Dass Polizisten verurteilt werden, kommt nur selten vor
Unabhängig davon ist der Fall außergewöhnlich; es dürfte in der Region nur selten vorkommen, dass ein Polizist verurteilt wird, weil er während der Ausübung seines Dienstes und in der Hoffnung, eine Straftat zu klären, zu weit ging. Der Prozess zeigt auch, dass Polizisten sich leicht selber strafbar machen können, wenn sie nicht aufpassen. Wenn Beamte in Wohnungen eindringen wollen, brauchen sie dazu einen richterlichen Beschluss, den die Polizei in dem Fall nicht hatte. Konkret heißt es im Polizeiaufgabengesetz: "Durchsuchungen von Wohnungen dürfen, außer bei Gefahr im Verzug, nur durch den Richter angeordnet werden." Gefahr im Verzug liegt zum Beispiel dann vor, wenn die Möglichkeit besteht, dass ohne sofortigen Zugriff Beweismittel vernichtet werden könnten.
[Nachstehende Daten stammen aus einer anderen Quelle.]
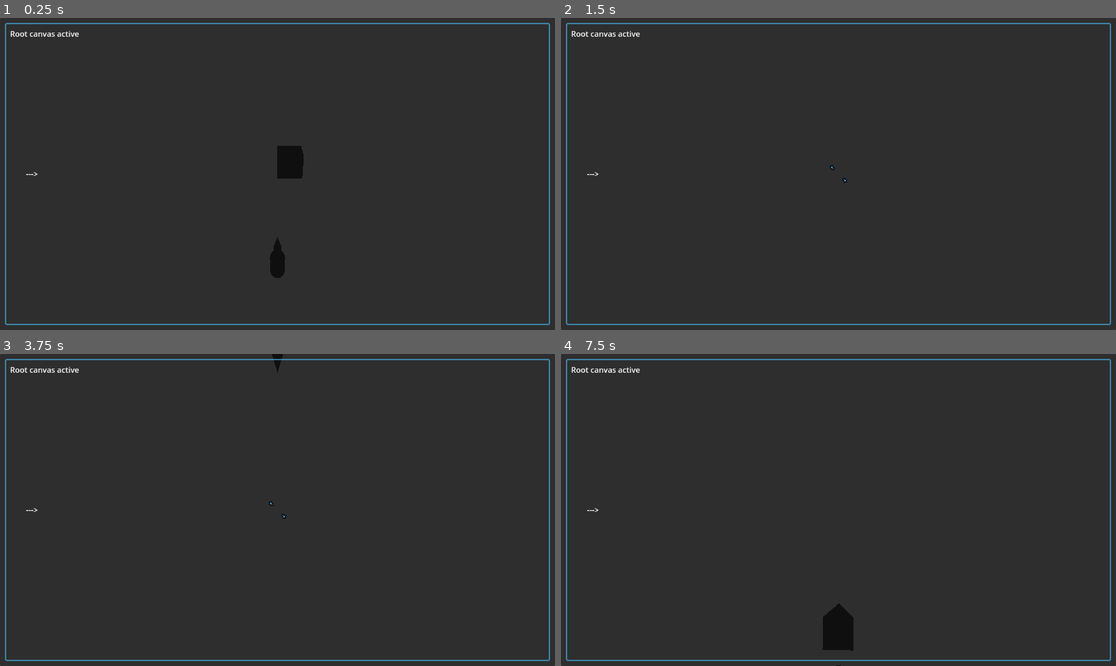
Above: before the commit, frames 1-4 (two rows, left to right).
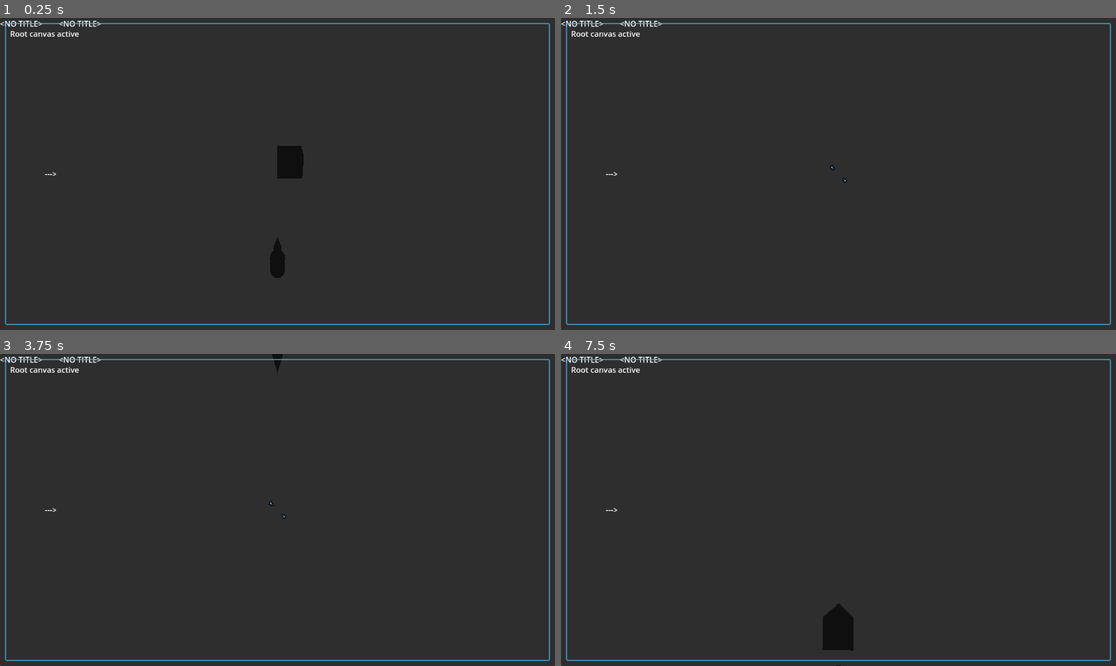
Above: after the commit, the same moments.

Repository: colmenasio/Project_Higanbana
Game: Godot game, scene res://ui/SimpleMachineDisplay/SimpleMachineDisplay.tscn
Two runs of this game, one before a commit and one after it. Both use one fixed random seed, a clock stepped at 60 frames per second and the inputs below. This scene is started directly instead of the project's main scene.
Inputs (mouse positions are in pixels of both pictures, inside the frame that each line leads up to):
- Up to frame 1 (0.25 s): no input
- Up to frame 2 (1.5 s): move the mouse to (810, 236) at 0.52 s; tap Tab (camera_switch_mode) at 0.6 s; click (810, 236) at 0.67 s; tap Space (jump) at 0.77 s; tap Enter at 1.25 s; move the mouse to (877, 177) at 1.27 s; tap Left (camera_top_down_rotate_l) at 1.35 s
- Up to frame 3 (3.75 s): tap Space (jump) at 1.52, 2, 3.02, 3.5 s; move the mouse to (233, 506) at 2.02 s; tap Right (camera_top_down_rotate_r) at 2.1 s; tap Enter at 2.75 s; move the mouse to (283, 510) at 2.77 s; click (283, 510) at 2.85 s; move the mouse to (255, 503) at 3.52 s; hold Right mouse button (mouse_r) from 3.53 s (still down)
- Up to frame 4 (7.5 s): tap Space (jump) at 3.77, 4.52, 5, 6.02, 6.77 s; tap Enter at 4.25 s; move the mouse to (866, 510) at 4.27 s; release Right mouse button (mouse_r) at 4.28 s; tap A (move_a) at 4.35 s; move the mouse to (810, 510) at 5.02 s; tap D (move_d) at 5.1 s; move the mouse to (849, 503) at 5.77 s; tap S (move_s) at 5.85 s; move the mouse to (832, 516) at 6.52 s; tap W (move_w) at 6.6 s; move the mouse to (877, 513) at 7.27 s; tap Tab (camera_switch_mode) at 7.35 s

The runs differ from the first frame. In frame 1, 0.2% of the frame differs, in the area x 0-19%, y 0-51%; in frame 2, 0.2%; in frame 3, 0.2%; in frame 4, 0.2%.

Commit message:
[F] Reworked ItemContainerDisplay

Diff:
--- a/ui/ItemContainerDisplay/ItemContainerDisplay.tscn
+++ b/ui/ItemContainerDisplay/ItemContainerDisplay.tscn
@@ -2,11 +2,24 @@
 
 [ext_resource type="Script" uid="uid://bsfyufgraji1p" path="res://ui/ItemContainerDisplay/item_container_display.gd" id="1_sai34"]
 
-[node name="ItemContainerDisplay" type="GridContainer"]
-custom_minimum_size = Vector2(50, 50)
-offset_left = 10.0
-offset_top = 10.0
-offset_right = 60.0
-offset_bottom = 60.0
+[node name="VBoxContainer" type="VBoxContainer"]
+offset_right = 118.0
+offset_bottom = 27.0
+script = ExtResource("1_sai34")
+
+[node name="TitleContainer" type="MarginContainer" parent="."]
+layout_mode = 2
+
+[node name="Title" type="Label" parent="TitleContainer"]
+layout_mode = 2
+text = "<NO TITLE>"
+
+[node name="ScrollContainer" type="ScrollContainer" parent="."]
+layout_mode = 2
+follow_focus = true
+horizontal_scroll_mode = 0
+vertical_scroll_mode = 0
+
+[node name="GridContainer" type="GridContainer" parent="ScrollContainer"]
+layout_mode = 2
 columns = 5
-script = ExtResource("1_sai34")
--- a/ui/ItemContainerDisplay/item_container_display.gd
+++ b/ui/ItemContainerDisplay/item_container_display.gd
@@ -1,8 +1,24 @@
+@tool
 extends Control
 class_name ItemContainerDisplay
 
 @export var allow_input: bool = true
 @export var allow_output: bool = true
+
+@export var title: String = "<NO TITLE>":
+	set(value):
+		if not self.is_node_ready(): await ready
+		title = value
+		$TitleContainer/Title.text = title
+		if title == "":
+			$TitleContainer.hide()
+
+#@export_group("Conditional Settings", "title_down_padding")
+@export var title_down_padding: int = 0:
+	set(value):
+		if not self.is_node_ready(): await ready
+		title_down_padding = value
+		$TitleContainer.add_theme_constant_override("margin_bottom", value)
 
 var _handle: ItemHandle = ItemHandle.build_invalid()
 var _slots_displays: Array[ItemStackDisplay]
@@ -23,7 +39,8 @@
 		var display = UIFactory.new_item_stack_display()
 		display.bind_callback(self._on_press.bind(slot_index))
 		self._slots_displays.append(display)
-		self.add_child(display)
+		##$ScrollContainer/GridContainer.
+		$ScrollContainer/GridContainer.add_child(display)
 
 func update_display():
 	if not self._handle.is_valid():
--- a/ui/RootCanvas/RootCanvas.tscn
+++ b/ui/RootCanvas/RootCanvas.tscn
@@ -117,15 +117,10 @@
 theme_override_constants/margin_right = 10
 theme_override_constants/margin_bottom = 10
 
-[node name="VBoxContainer" type="VBoxContainer" parent="PermanentUI/Inventory/InventoryPanel/MarginContainer"]
+[node name="ItemContainerDisplay" parent="PermanentUI/Inventory/InventoryPanel/MarginContainer" instance=ExtResource("5_tcuty")]
 layout_mode = 2
-
-[node name="Label" type="Label" parent="PermanentUI/Inventory/InventoryPanel/MarginContainer/VBoxContainer"]
-layout_mode = 2
-text = "Inventory"
-
-[node name="ItemContainerDisplay" parent="PermanentUI/Inventory/InventoryPanel/MarginContainer/VBoxContainer" instance=ExtResource("5_tcuty")]
-layout_mode = 2
+title = "Inventory"
+title_down_padding = 10
 
 [node name="MouseItemStack" type="Control" parent="PermanentUI"]
 anchors_preset = 0
--- a/ui/RootCanvas/root_canvas.gd
+++ b/ui/RootCanvas/root_canvas.gd
@@ -11,7 +11,7 @@
 signal closed_interaction_widget()
 
 func _ready():
-	$PermanentUI/Inventory/InventoryPanel/MarginContainer/VBoxContainer/ItemContainerDisplay.set_handle(Game.get_player().get_inventory())
+	$PermanentUI/Inventory/InventoryPanel/MarginContainer/ItemContainerDisplay.set_handle(Game.get_player().get_inventory())
 
 func _process(_delta: float) -> void:
 	# Transient UI

Dass Polizeibeamte in Augsburg strafrechtlich verfolgt und belangt werden, kommt nur selten vor; zumal, wenn es um dienstliche Vorgänge geht. Eine Statistik dazu führt das Präsidium nicht, der letzte bekannte Fall liegt aber bereits Jahre zurück. 2021 wurde ein damals 58-jähriger Beamter in einer Berufungsverhandlung vom Landgericht verurteilt, weil er einen Gefangenen in einer Arrestzelle nach Erkenntnissen der Staatsanwaltschaft und des Gerichtes zweimal mit einem Schlagstock geschlagen hatte, obwohl keine Notwehrlage existiert hatte. Der Polizist erhielt daher wegen Körperverletzung im Amt eine Bewährungsstrafe von sieben Monaten.